Er ist der schnellste Schweizer. Und er will noch schneller werden. «Natürlich will ich die 20-Sekunden-Marke unterbieten», sagt Alex Wilson, «das will ich seit Anfang der Saison.» Heute Abend hat er im Letzigrund noch einmal die Chance dazu. Die Form des Baslers stimmt, und auch an Motivation dürfte es ihm nicht fehlen. An der EM in Berlin holte er über 200 m die Bronzemedaille und stellte mit 20,04 Sekunden gleichzeitig Schweizer Rekord auf. Zudem sagt er: «Zürich hat eine schnelle Bahn, und die Zuschauer sind fantastisch.» Dem Basler sind dank seiner lockeren Art die Sympathien auf sicher. «Das Publikum wird mich pushen.» Ob das aber für eine Medaille reicht, ist äusserst fraglich.

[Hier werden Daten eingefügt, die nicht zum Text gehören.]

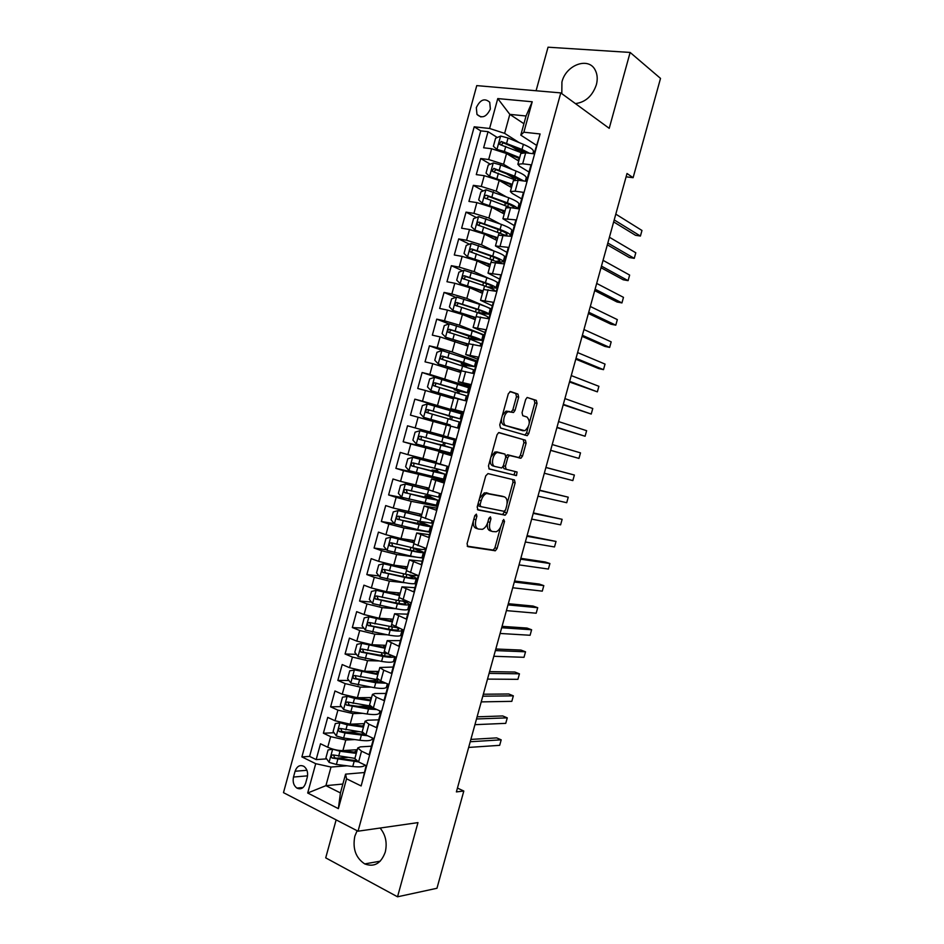 <?xml version="1.0" encoding="UTF-8"?>
<svg xmlns="http://www.w3.org/2000/svg" width="944" height="944" viewBox="0 0 944 944"><rect width="100%" height="100%" fill="white"/><g stroke="black" fill="none" stroke-linecap="round" stroke-linejoin="round"><path stroke-width="1.42" d="M476.342 514.126L474.761 515.766L467.068 543.768L467.882 546.647L495.364 550.765L497.063 548.488L504.521 521.418L503.671 519.471L501.535 524.545C500.367 528.345 498.574 530.74 496.155 531.767L492.414 531.519C489.688 530.516 488.862 527.472 489.96 522.398L490.939 518.846L490.396 516.828L488.85 518.445L487.871 522.008C486.691 525.843 484.862 528.274 482.396 529.313L478.502 529.065C475.682 528.05 474.82 524.958 475.918 519.79L476.909 516.179L476.342 514.126M575.427 103.604C585.445 102.294 592.419 96.028 596.348 84.807C597.8 79.261 597.422 74.364 595.227 70.127C588.667 56.475 565.904 64.865 561.928 82.01L561.81 93.657M357.127 830.72L354.826 836.219C352.454 848.68 355.746 857.907 364.726 863.913C374.213 867.465 381.057 863.512 385.27 852.078C387.37 842.791 385.648 834.779 380.09 828.03M476.319 107.628L476.98 114.448C482.03 118.826 486.49 117.009 490.361 109.008L489.735 102.259C484.661 97.81 480.189 99.604 476.319 107.628M518.681 397.188L517.949 394.085L510.551 391.548L508.344 393.695L499.754 424.894L500.532 427.986L527.212 435.68L528.734 433.579L537.042 403.407L536.357 400.374L527.141 397.471L525.655 399.548L522.044 412.646L522.764 415.69L527.059 417.059C530.563 421.425 529.832 425.98 524.864 430.735L506.114 425.661C501.889 424.788 503.636 413.118 508.214 411.714L513.524 412.504L515.046 410.392L518.681 397.188L516.474 396.645L515.743 393.542L509.937 391.559M336.135 819.864L325.715 857.86L397.53 896.8L417.968 822.613L358.036 831.192L560.783 92.901L609.222 128.337L630.132 52.439L660.517 78.399L633.105 177.696L627.017 173.495L456.389 791.898L463.811 791.037L457.439 788.063M397.53 896.8L436.966 888.269L463.811 791.037M487.977 473.605L485.735 475.87L477.18 506.999L477.983 509.949L505.217 515.164L506.857 512.946L515.153 482.856L514.433 479.953L487.977 473.605M488.461 465.97L497.028 434.806L498.621 432.635L525.383 440.187L526.091 443.149L522.539 456.046L520.982 458.194L509.371 455.468L507.789 457.628L505.394 466.312L506.137 469.274L517.076 472.012L516.474 475.564L489.252 468.991L488.461 465.97M519.908 151.665L510.02 145.459M497.323 137.505L488.036 131.676L483.635 147.783L491.623 148.739L488.673 159.524L503.589 164.28L512.509 169.649M512.958 177.625L506.208 173.625M490.302 164.209L480.697 158.521L476.283 174.616L484.248 175.678L481.298 186.452L496.225 191.16L506.055 196.718M506.067 203.574L503.211 201.992M483.316 190.9L473.345 185.343L468.944 201.426L476.873 202.606L473.935 213.368L488.874 218.005L499.836 223.822M476.366 217.557L466.017 212.14L461.616 228.212L469.51 229.51L466.572 240.26L481.511 244.838L493.96 251.01M469.439 244.189L458.69 238.926L454.288 254.986L462.147 256.39L459.209 267.14L474.171 271.648L488.744 278.374M462.572 270.798L451.362 265.689L446.972 281.725L454.796 283.247L451.857 293.985L466.832 298.434L491.446 308.983M455.751 297.384L444.046 292.428L439.656 308.452L447.444 310.092L444.506 320.818L459.492 325.196L484.307 335.014M448.978 323.945L436.73 319.143L432.34 335.155L440.105 336.902L437.166 347.628L452.164 351.947L477.168 361.033M443.881 351.062L429.426 345.834L425.036 361.847L432.765 363.7L429.827 374.414L470.029 387.028M449.533 381.565L422.121 372.514L417.744 388.503L425.437 390.474L422.499 401.176L462.902 413M453.97 410.9L414.829 399.17L410.451 415.148L418.109 417.236L415.183 427.927L443.432 435.621M415.183 427.927L407.537 425.803L403.171 441.768L442.76 451.751M451.503 454.512L410.793 443.963L407.867 454.654L400.256 452.412L395.89 468.366L424.729 474.808M444.388 480.437L403.477 470.678L400.551 481.357L392.975 478.997L388.609 494.951L403.82 497.901M437.284 506.338L411.218 501.323L396.161 497.37L393.247 508.037L385.707 505.571L381.341 521.501L394.297 523.66M430.181 532.227L403.926 527.932L388.857 524.038L385.943 534.693L378.438 532.121L374.072 548.039L386.627 549.786M423.077 558.093L396.645 554.517L381.565 550.682L378.65 561.338L371.169 558.647L366.815 574.566L379.016 575.911M405.33 582.79L389.365 581.091L374.272 577.315L371.358 587.959L363.912 585.162L359.57 601.057L371.44 602.06M395.902 608.727L382.084 607.629L366.992 603.924L364.077 614.556L356.667 611.653L352.324 627.536L363.9 628.197M387.17 634.793L374.815 634.156L359.711 630.509L356.797 641.129L349.422 638.12L345.079 653.991L356.395 654.345M382.226 655.148L379.134 655.053M378.78 660.942L367.558 660.658L352.431 657.071L349.528 667.691L342.188 664.564L337.846 680.423L348.926 680.482M375.016 680.624L367.358 680.577M370.626 687.126L360.301 687.138L345.162 683.609L342.259 694.229L334.955 690.984L330.612 706.832L341.468 706.619M367.865 706.088L356.395 706.324M362.649 713.334L353.044 713.593L337.905 710.136L335.002 720.744L327.721 717.393L323.391 733.228L330.648 736.639L345.799 740.037L354.802 739.565M358.685 731.635L346.047 732.202M334.046 732.745L323.391 733.228M362.201 782.045L366.13 765.56L358.567 761.95L354.861 758.539M371.452 746.208L360.384 746.869L357.764 747.978L361.528 751.164L369.104 754.74L373.564 738.491L365.965 734.987L362.213 731.753M378.686 719.835L367.7 720.213L365.116 721.169L368.927 724.201L376.538 727.647L380.998 711.387L373.364 708.012L369.564 704.956M385.931 693.451L375.016 693.533L372.467 694.347L376.326 697.203L383.984 700.542L388.444 684.27L380.774 681.002L376.916 678.134M393.176 667.042L379.83 667.502L383.736 670.193L391.43 673.414L395.89 657.13L388.185 653.98L384.279 651.289M400.433 640.61L387.205 640.646L398.875 646.262L403.348 629.967L391.654 624.421M407.69 614.166L394.58 613.753L406.333 619.099L410.817 602.779L399.029 597.528M414.959 587.687L401.955 586.849L413.802 591.9L418.275 575.569L406.404 570.624M422.228 561.196L409.342 559.91L421.272 564.689L425.756 548.346L413.791 543.697M429.496 534.693L416.729 532.959L428.741 537.443L433.237 521.088L421.177 516.746M436.789 508.155L424.127 505.996L436.222 510.185L440.718 493.818L428.576 489.771L405.424 483.977L428.918 490.019M444.069 481.605L431.538 478.997L443.715 482.903L448.211 466.525L435.986 462.784L438.948 451.975L451.362 455.032M438.948 451.975L451.208 455.598L455.704 439.208L443.397 435.762L446.359 424.942L450.701 426.098L447.716 436.989M450.701 426.098L458.713 428.281L463.209 411.867L450.819 408.705L463.044 412.469M450.819 408.705L453.781 397.884L466.218 400.929L470.726 384.515L458.241 381.636L470.36 385.836M458.241 381.636L461.215 370.803L473.723 373.564L478.242 357.127L465.675 354.543L477.676 359.192M468.637 343.746L481.239 346.165L485.759 329.727L473.109 327.426L484.992 332.512M476.071 316.629L488.768 318.753L493.287 302.292L480.555 300.286L492.32 305.821M483.505 289.501L496.296 291.318L500.816 274.846L488.001 273.135L499.647 279.117M490.963 262.338L503.836 263.86L508.356 247.375L495.458 245.947L506.987 252.378M498.408 235.162L511.377 236.378L515.908 219.881L502.916 218.748L514.327 225.628M505.866 207.975L510.633 207.645L518.929 208.872L523.46 192.364L515.153 191.195L510.385 191.526L512.203 193.414L521.678 198.854M513.335 180.752L518.162 180.233L526.481 181.354L531.012 164.822L522.669 163.784L517.855 164.28L519.637 166.321L529.029 172.056M526.221 177.885L527.259 178.51M491.623 148.739L506.539 153.53L518.74 161.046M519.035 204.046L520.085 204.647M484.248 175.678L499.175 180.41L511.471 187.537M511.79 230.159L512.922 230.761M476.873 202.606L491.812 207.267L504.214 214.017M504.45 256.202L505.76 256.851M469.51 229.51L484.461 234.112L496.957 240.472M496.768 282.079L498.597 282.929M462.147 256.39L477.109 260.922L489.7 266.916M454.796 283.247L469.758 287.719L482.455 293.324M447.444 310.092L462.43 314.494L475.221 319.721M440.105 336.902L467.988 346.094M432.765 363.7L460.755 372.455M425.437 390.474L453.533 398.793M418.109 417.236L446.311 425.107M407.867 454.654L436.222 461.911M400.551 481.357L429.024 488.166M393.247 508.037L421.826 514.421M385.943 534.693L401.011 538.576L414.628 540.641M378.65 561.338L393.731 565.149L407.442 566.848M371.358 587.959L386.45 591.711L400.256 593.033M413.968 583.711L415.985 583.935M364.077 614.556L379.181 618.237L393.082 619.193M407.442 609.635L408.894 609.753M356.797 641.129L371.912 644.752L385.907 645.33M400.551 635.489L401.814 635.56M349.528 667.691L364.655 671.255L378.745 671.455M393.53 661.307L394.734 661.343M342.259 694.229L357.398 697.722L371.594 697.557M386.462 687.114L387.665 687.102M335.002 720.744L350.141 724.178L364.431 723.647M348.348 696.306L342.519 697.179L340.359 705.097L343.64 709.546L350.885 711.587L367.157 714.006C374.709 715.033 378.792 714.655 379.382 712.897L380.597 712.85M305.655 783.178L307.26 777.325C308.228 772.546 307.13 768.9 303.968 766.386C299.956 764.51 296.994 766.127 295.083 771.236L293.501 777.042C292.522 781.892 293.643 785.561 296.888 788.075C300.853 789.857 303.779 788.216 305.655 783.178M358.036 831.192L283.483 792.653L476.755 85.609L560.783 92.901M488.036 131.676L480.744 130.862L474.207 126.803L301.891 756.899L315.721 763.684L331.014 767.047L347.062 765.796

Wilson hat sich nur dank einer Wildcard für den Final qualifiziert und gehört nicht zu den Favoriten. Den Sieg machen wohl der amerikanische Überflieger Noah Lyles und Europameister Ramil Guliyev unter sich aus. Lyles hat vier der sechs bisherigen Diamond-League-Meetings für sich entschieden und ist mit 19,65 Sekunden derzeit der schnellste Mann über 200 m. Allerdings hat Guliyev an der EM seine Zeit auf 19,76 Sekunden gesenkt und ist in Lauerstellung.

Die Höhepunkte in Zürich auf einen Blick

18.35: Stabhochsprung Frauen: Alle gegen Ekaterini Stefanidi! Die griechische Olympia-, WM- und EM-Siegerin ist zumindest für die 20-jährige Schweizerin Angelica Moser unantastbar.
20.13 Uhr, 800 m Frauen: Die Südamerikanerin Caster Semenya kennt keine Gegnerinnen. Wie schlägt sich Selina Büchel in Unterform in der Weltklasse?
20.40 Uhr: 100 m Frauen: Die Europameisterin Dina Asher Smith (GBR), die WM-Zweite Marie-Josée Ta Lou (Elfenbeinküste) und die holländische Weltmeisterin Dafne Schippers treffen aufeinander. Mujinga Kambundji ist in diesem Feld nur die Sechstschnellste des Jahres.
20.48 Uhr: 1500 m Männer: Die norwegischen Brüder Ingebrigsten (WM-Dritter Filip sowie Europameister Jakob) fordern die kenianische Elite.
21.02 Uhr: 400 m Hürden Frauen: Wie nahe dran ist Europameisterin Lea Sprunger an Olympiasiegerin Dalilah Muhammad (USA)?
21.11 Uhr: 200 m Männer: Die EM-Podestläufer Ramil Guliyev, Nethaneel Mitchel-Blake und Alex Wilson stellen sich dem Überflieger Noah Lyles (USA).
21.44 Uhr: 400 m Hürden Männer: Ohne Kariem Hussein, dafür mit norwegischem Dominator Karsten Warholm und Aufsteiger Kyron McMaster.
21.54 Uhr: 4 x 100 m Frauen: Die Schweiz tritt mit einem Topteam (Del Ponte, Atcho, Kambundji und Kora) und einer U20-Staffel gegen die jamaikanisch-britische Übermacht an. (rst)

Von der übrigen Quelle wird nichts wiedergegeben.